SARS-COV-2 INDUCES DOPAMINERGIC NEURON LOSS IN MIDBRAIN ORGANOIDS

Objectives: COVID-19 presents numerous symptoms mostly associated with the
respiratory tract. However, recent evidence showed that the SARS-CoV-2 virus affects the nervous system. We evaluated the effect of the infection in midbrain organoids to determine if cells and pathways related to the onset of Parkinson’s disease (PD) are affected.
Methods: The effect of the virus after short- and long-term cultures (4 days, and 1 month) postinfection was analyzed. Features measured included the degree of dopaminergic differentiation (TH), neurite fragmentation, and the level of activated astrocytes (GFAP and S100beta). Bulk RNAseq was performed to determine the effects of the infection on gene expression.
Results: After infection with SARS-CoV-2, the levels of dopaminergic neurons were significantly reduced in both short and long-term culture. Moreover, neurite fragmentation of TH positive neurons in infected organoids significantly increased respective to controls in long-term cultures.

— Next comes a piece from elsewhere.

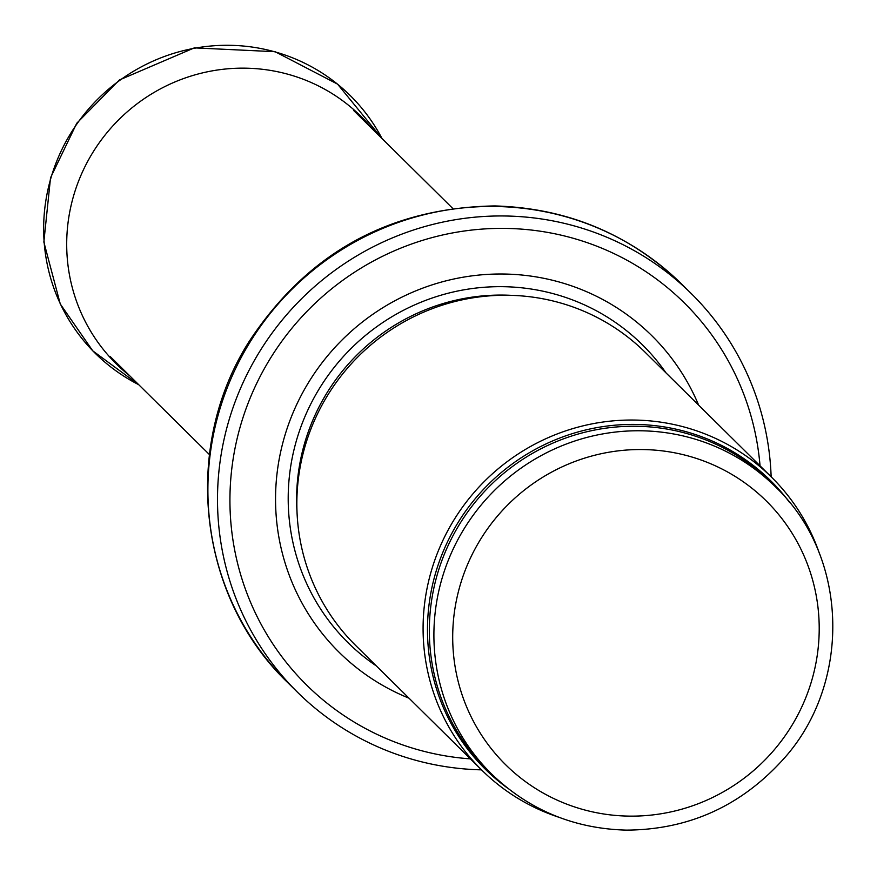 <?xml version="1.0" encoding="UTF-8"?>
<svg xmlns="http://www.w3.org/2000/svg" width="877" height="877" viewBox="0 0 877 877"><rect width="100%" height="100%" fill="white"/><g stroke="black" fill="none" stroke-linecap="round" stroke-linejoin="round"><path stroke-width="1.32" d="M819.546 553.847A206.007 201.239 134.7 0 0 771.519 477.176A206.007 201.239 134.7 0 0 634.882 420.061A206.007 201.239 134.7 0 0 440.429 545.834A206.007 201.239 134.7 0 0 481.879 770.214A206.007 201.239 134.7 0 0 559.109 817.342M771.519 477.176L645.275 352.401A206.007 201.239 134.7 0 0 508.638 295.286A206.007 201.239 134.7 0 0 314.196 421.059A206.007 201.239 134.7 0 0 355.634 645.439L481.879 770.214M698.64 405.141A222.495 217.332 134.7 0 0 504.275 274.03A222.495 217.332 134.7 0 0 280.947 450.559A222.495 217.332 134.7 0 0 409 698.18M771.146 476.803A280.18 273.679 134.7 0 0 691.361 293.663A280.18 273.679 134.7 0 0 505.525 215.994A280.18 273.679 134.7 0 0 241.087 387.042A280.18 273.679 134.7 0 0 297.456 692.205A280.18 273.679 134.7 0 0 481.506 769.853M641.46 430.793A201.896 197.215 134.7 0 0 450.899 554.056A201.896 197.215 134.7 0 0 491.515 773.952C528.995 809.997 573.953 828.721 626.408 830.124C687.842 829.741 739.585 806.73 781.626 761.083C851.26 686.68 850.438 558.024 775.367 486.768A201.896 197.215 134.7 0 0 641.46 430.793M643.312 449.561A185.409 181.111 -45.3 0 1 790.846 727.132A185.409 181.111 -45.3 0 1 473.701 721.815A185.409 181.111 -45.3 0 1 643.312 449.561M775.367 486.768L770.784 482.24A201.896 197.215 134.7 0 0 636.877 426.266A201.896 197.215 134.7 0 0 446.327 549.528A201.896 197.215 134.7 0 0 486.943 769.425L491.515 773.952M789.618 502.488A202.883 198.18 134.7 0 0 636.066 424.435A202.883 198.18 134.7 0 0 439.147 562.025A202.883 198.18 134.7 0 0 507.399 788.017M511.148 295.341A201.896 197.215 134.7 0 0 504.165 295.1A201.896 197.215 134.7 0 0 297.018 511.982M666.049 372.933A209.406 204.549 134.7 0 0 503.475 286.691A209.406 204.549 134.7 0 0 299.079 432.065A209.406 204.549 134.7 0 0 376.408 665.972M760.041 465.83A268.636 262.409 134.7 0 0 506.106 228.415A268.636 262.409 134.7 0 0 230.53 482.317A268.636 262.409 134.7 0 0 470.401 758.868M495.933 206.501A280.18 273.679 134.7 0 0 231.484 377.548A280.18 273.679 134.7 0 0 287.853 682.712C198.07 597.04 181.375 447.873 249.002 341.712C307.432 252.993 389.355 207.728 494.792 205.931C567.43 208.079 629.752 234.159 681.758 284.181A280.18 273.679 134.7 0 0 495.933 206.501M382.01 138.533A181.287 177.088 134.7 0 0 96.876 100.022A181.287 177.088 134.7 0 0 138.719 384.685L92.787 350.877L60.272 304.001L43.85 242.019L50.526 177.79L76.759 123.24L119.338 80.015L194.321 47.873L275.126 51.699L337.568 84.126L382.01 138.533M373.109 129.73A174.019 169.985 134.7 0 0 117.792 120.697A174.019 169.985 134.7 0 0 129.807 375.882M691.361 293.663L681.758 284.181M297.456 692.205L287.853 682.712M452.729 208.43L353.639 110.48M209.428 454.582L110.338 356.643"/></g></svg>
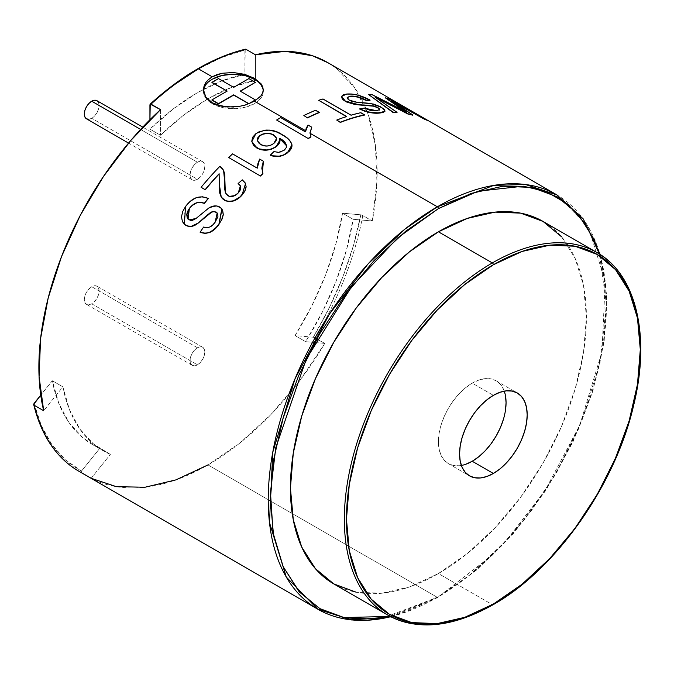 <?xml version="1.0" encoding="UTF-8"?>
<svg xmlns="http://www.w3.org/2000/svg" width="674" height="674" viewBox="0 0 674 674"><rect width="100%" height="100%" fill="white"/><g stroke="black" fill="none" stroke-linecap="round" stroke-linejoin="round"><path stroke-width="0.51" stroke-dasharray="3.37 2.53" d="M197.423 162.232L140.605 129.433L197.423 162.232A10.464 6.041 -60 0 1 202.655 161.718A10.464 6.041 -60 0 1 204.256 170.101A10.464 6.041 -60 0 1 197.423 179.318A10.464 6.041 -60 0 1 192.191 179.84A10.464 6.041 -60 0 1 190.59 171.457A10.464 6.041 -60 0 1 197.423 162.232L200.254 161.255L202.655 161.718L204.256 163.563L204.82 166.503L204.256 170.101L202.655 173.799L200.254 177.035L197.423 179.318L91.723 118.295L197.423 179.318L194.592 180.303L192.191 179.84L190.59 177.995L190.026 175.046L190.59 171.457L192.191 167.759L194.592 164.523L197.423 162.232M86.491 118.818A10.464 6.041 120 0 0 91.723 118.295A10.464 6.041 120 0 0 98.564 109.078A10.464 6.041 120 0 0 96.955 100.696M98.564 102.541L99.129 105.481L98.564 109.078L96.955 112.777L94.554 116.012L91.723 118.295L88.892 119.281M197.423 347.75L91.723 286.728A10.464 6.041 120 0 0 84.89 295.945A10.464 6.041 120 0 0 86.491 304.336A10.464 6.041 120 0 0 91.723 303.814L197.423 364.836A10.464 6.041 -60 0 1 192.191 365.359A10.464 6.041 -60 0 1 190.59 356.976A10.464 6.041 -60 0 1 197.423 347.75A10.464 6.041 -60 0 1 202.655 347.236A10.464 6.041 -60 0 1 204.256 355.619A10.464 6.041 -60 0 1 197.423 364.836L91.723 303.814A10.464 6.041 120 0 0 98.564 294.597A10.464 6.041 120 0 0 96.955 286.206A10.464 6.041 120 0 0 91.723 286.728L197.423 347.75L194.592 350.033L192.191 353.277L190.59 356.976L190.026 360.565L190.59 363.513L192.191 365.359L194.592 365.822L197.423 364.836L200.254 362.553L202.655 359.318L204.256 355.619L204.82 352.022L204.256 349.081L202.655 347.236L200.254 346.765L197.423 347.75M91.723 286.728L88.892 289.011L86.491 292.246L84.89 295.945L84.326 299.542L84.89 302.483L86.491 304.336L88.892 304.8L91.723 303.814L94.554 301.531L96.955 298.296L98.564 294.597L99.129 291L98.564 288.051L96.955 286.206L94.554 285.742L91.723 286.728M218.469 78.816L211.948 82.573L218.469 78.572L233.667 87.586L218.469 78.816M226.944 91.226L211.948 100.131L226.944 91.226M255.387 100.131L240.18 91.108L255.387 100.131M255.387 82.573L248.866 78.572L233.667 87.586L248.866 78.816L255.387 82.573M504.262 391.139A47.837 27.617 120 0 0 496.157 380.776A47.837 27.617 120 0 0 472.238 383.144L493.376 395.352L472.238 383.144A47.837 27.617 120 0 0 440.99 425.294A47.837 27.617 120 0 0 448.32 463.628A47.837 27.617 120 0 0 461.353 465.464M203.497 90.645A29.892 17.263 0 0 0 203.464 91.445A29.892 17.263 0 0 0 212.226 103.653L212.226 102.743L212.226 103.653A29.892 17.263 0 0 0 244.805 107.393A29.892 17.263 0 0 0 263.256 91.445A29.892 17.263 0 0 0 263.222 90.569M204.037 88.075L203.464 91.445L205.738 82.624L212.226 76.802M78.9 471.269A239.169 138.086 120 0 0 81.664 472.794L91.175 478.287A239.169 138.086 120 0 0 207.996 464.917L437.359 597.341A239.169 138.086 -60 0 1 390.735 616.693M305.533 130.672L308.035 125.297L305.389 132.096L280.679 117.832A239.169 138.086 -60 0 0 276.618 120.275A239.169 138.086 -60 0 1 280.679 117.832L305.389 132.096L305.499 130.655M310.006 133.258L310.941 136.999L310.006 133.123M286.635 145.904L286.593 147.454L284.108 150.546L278.648 152.56L273.914 151.608L270.375 155.281L273.947 151.819L277.393 152.551L280.157 152.332L284.942 149.839L286.593 147.454L286.669 146.233L284.908 142.45M251.874 141.767L252.657 137.488L255.842 133.974L262.178 130.916L265.893 130.301L269.634 130.343L276.382 132.07L282.128 134.867L288.43 139.316M228.756 157.733A239.169 138.086 -60 0 1 232.623 154.068L257.333 168.34L257.982 163.765L259.701 159.283L263.45 161.448L259.65 159.072L257.333 168.34L232.623 154.068A239.169 138.086 -60 0 0 228.756 157.733M261.925 167.657L262.953 173.673L262.363 172.249M262.852 163.049L262.413 164.523M245.614 183.808L242.278 179.84L238.183 183.741L242.354 180.017L245.572 183.707M226.043 193.944L228.065 195.991L230.559 196.732L233.431 196.353L236.161 195.022L240.155 190.515L240.845 187.835L240.121 185.451M201.189 187.448A239.169 138.086 -60 0 1 219.96 166.486L219.96 166.486A239.169 138.086 -60 0 0 201.189 187.448M219.202 173.917A239.169 138.086 120 0 0 219.168 173.951A239.169 138.086 -60 0 1 219.202 173.917L219.336 183.631L219.202 173.917M221.266 197.137L219.716 192.907L219.336 183.631L221.215 197.052M224.501 200.271L222.673 198.889M205.519 197.44L208.266 198.56C199.639 195.072 192.098 197.768 185.662 206.665L190.279 201.501L196.151 197.886L202.579 196.926L205.519 197.44M184.828 224.678L182.603 221.889L181.609 216.961L182.848 211.644L185.535 206.53L183.657 223.574M187.17 225.984L185.813 225.352M211.307 212.226L210.33 212.824M217.365 213.237L215.242 222.336C212.032 227.054 208.207 228.663 203.767 227.155L203.767 227.155A239.169 138.086 -60 0 0 200.212 232.345A239.169 138.086 -60 0 1 203.767 227.155L206.75 227.829L209.993 227.138L212.9 225.065L215.242 222.336L218.039 216.801L217.239 213.068M188.012 219.101L190.75 220.592L194.424 219.732L208.814 208.232L211.56 206.851L217.23 206.168L219.665 207.07L221.889 209.024M200.667 202.411L196.488 202.967M438.42 596.734L390.195 616.415L405.63 611.933L438.42 596.734L471.202 574.071L502.728 544.828L531.786 510.125L557.255 471.286L578.157 429.81L593.684 387.297L603.247 345.366L606.474 305.642L603.247 269.651L599.413 254.047L606.474 304.395L600.003 362.705L581.485 421.89L554.702 475.65L524.043 520.218L493.115 554.584L438.42 596.734A1.491 0.859 60 0 1 438.108 597.417A1.491 0.859 -120 0 0 438.42 596.734M317.774 609.186L349.132 619.6L380.987 618.724L437.359 597.341A1.491 0.859 -120 0 0 438.108 597.417A1.491 0.859 60 0 1 437.359 597.341L469.845 574.947L506.789 540.043L545.35 489.998L579.75 425.21L601.975 351.769L605.235 281.53L588.427 227.062L556.943 194.938A239.169 138.086 -60 0 1 593.6 386.581A239.169 138.086 -60 0 1 437.359 597.341L207.996 464.917A239.169 138.086 120 0 0 324.817 343.395L313.292 337.211A237.669 137.218 120 0 0 360.784 214.804L362.797 215.503A239.169 138.086 -60 0 1 315.306 337.901A239.169 138.086 120 0 0 362.797 215.503L372.309 220.996A239.169 138.086 120 0 0 367.246 111.977A239.169 138.086 120 0 0 364.331 104.908A239.169 138.086 120 0 0 360.801 97.747A239.169 138.086 120 0 0 327.581 62.514M333.782 583.911A209.269 120.823 120 0 0 438.42 573.54L492.323 604.662A209.269 120.823 120 0 0 624.916 433.112A209.269 120.823 120 0 0 610.063 262.321M374.576 605.269A209.269 120.823 120 0 0 492.323 604.662L438.42 573.54A209.269 120.823 120 0 0 575.133 389.134A209.269 120.823 120 0 0 543.05 221.434M245.563 49.168L244.915 49.969A237.669 137.218 120 0 0 149.931 104.807L173.429 85.312M313.292 337.211L295.052 335.576L311.835 305.844L325.576 274.984L335.905 243.819L342.544 213.178L360.784 214.804L353.471 245.488L342.965 276.534L329.485 307.319L313.292 337.211L295.052 335.576L305.625 341.684L324.817 343.395L313.292 337.211M245.218 49.253L244.915 74.283L221.493 81.049L197.423 92.667L173.361 108.834L149.931 129.122L149.931 119.745L149.931 129.122L160.505 135.23A209.269 120.823 -60 0 1 255.488 80.391L255.488 54.796L255.488 80.391L245.294 74.502L255.488 80.391L232.058 87.148L207.996 98.766L183.926 114.934L160.505 135.23L149.931 129.122A209.269 120.823 120 0 1 203.472 89.313A209.269 120.823 120 0 1 244.915 74.283L244.915 49.969L221.417 57.61L197.423 69.473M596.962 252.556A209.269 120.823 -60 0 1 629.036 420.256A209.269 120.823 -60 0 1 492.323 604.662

Within the same infected organoid TH/SARS-CoV-2 double positive neurons presented an altered morphology and high degree of neurite fragmentation compared to uninfected TH positive neurons. Activation of astrocytes was significantly reduced after infection in the short-term
culture. While the levels of S100beta recovered over time, they still remained lower in infected organoids. In both short- and long-term culture, SARS-CoV-2 colocalized more with certain types of cells showing a marked preference for GFAP positive and TH positive cells when normalized to their respective abundance in the organoid. Gene expression analysis revealed a disruption in gene pathways related to vesicle transport, endosomal and autophagy pathways following infection with SARS-CoV-2.
Conclusions: Infection of midbrain organoids with SARS-CoV-2 induced a clear
neurodegenerative process of TH positive neurons, while disrupting main pathways known to be involved in Parkinson's disease.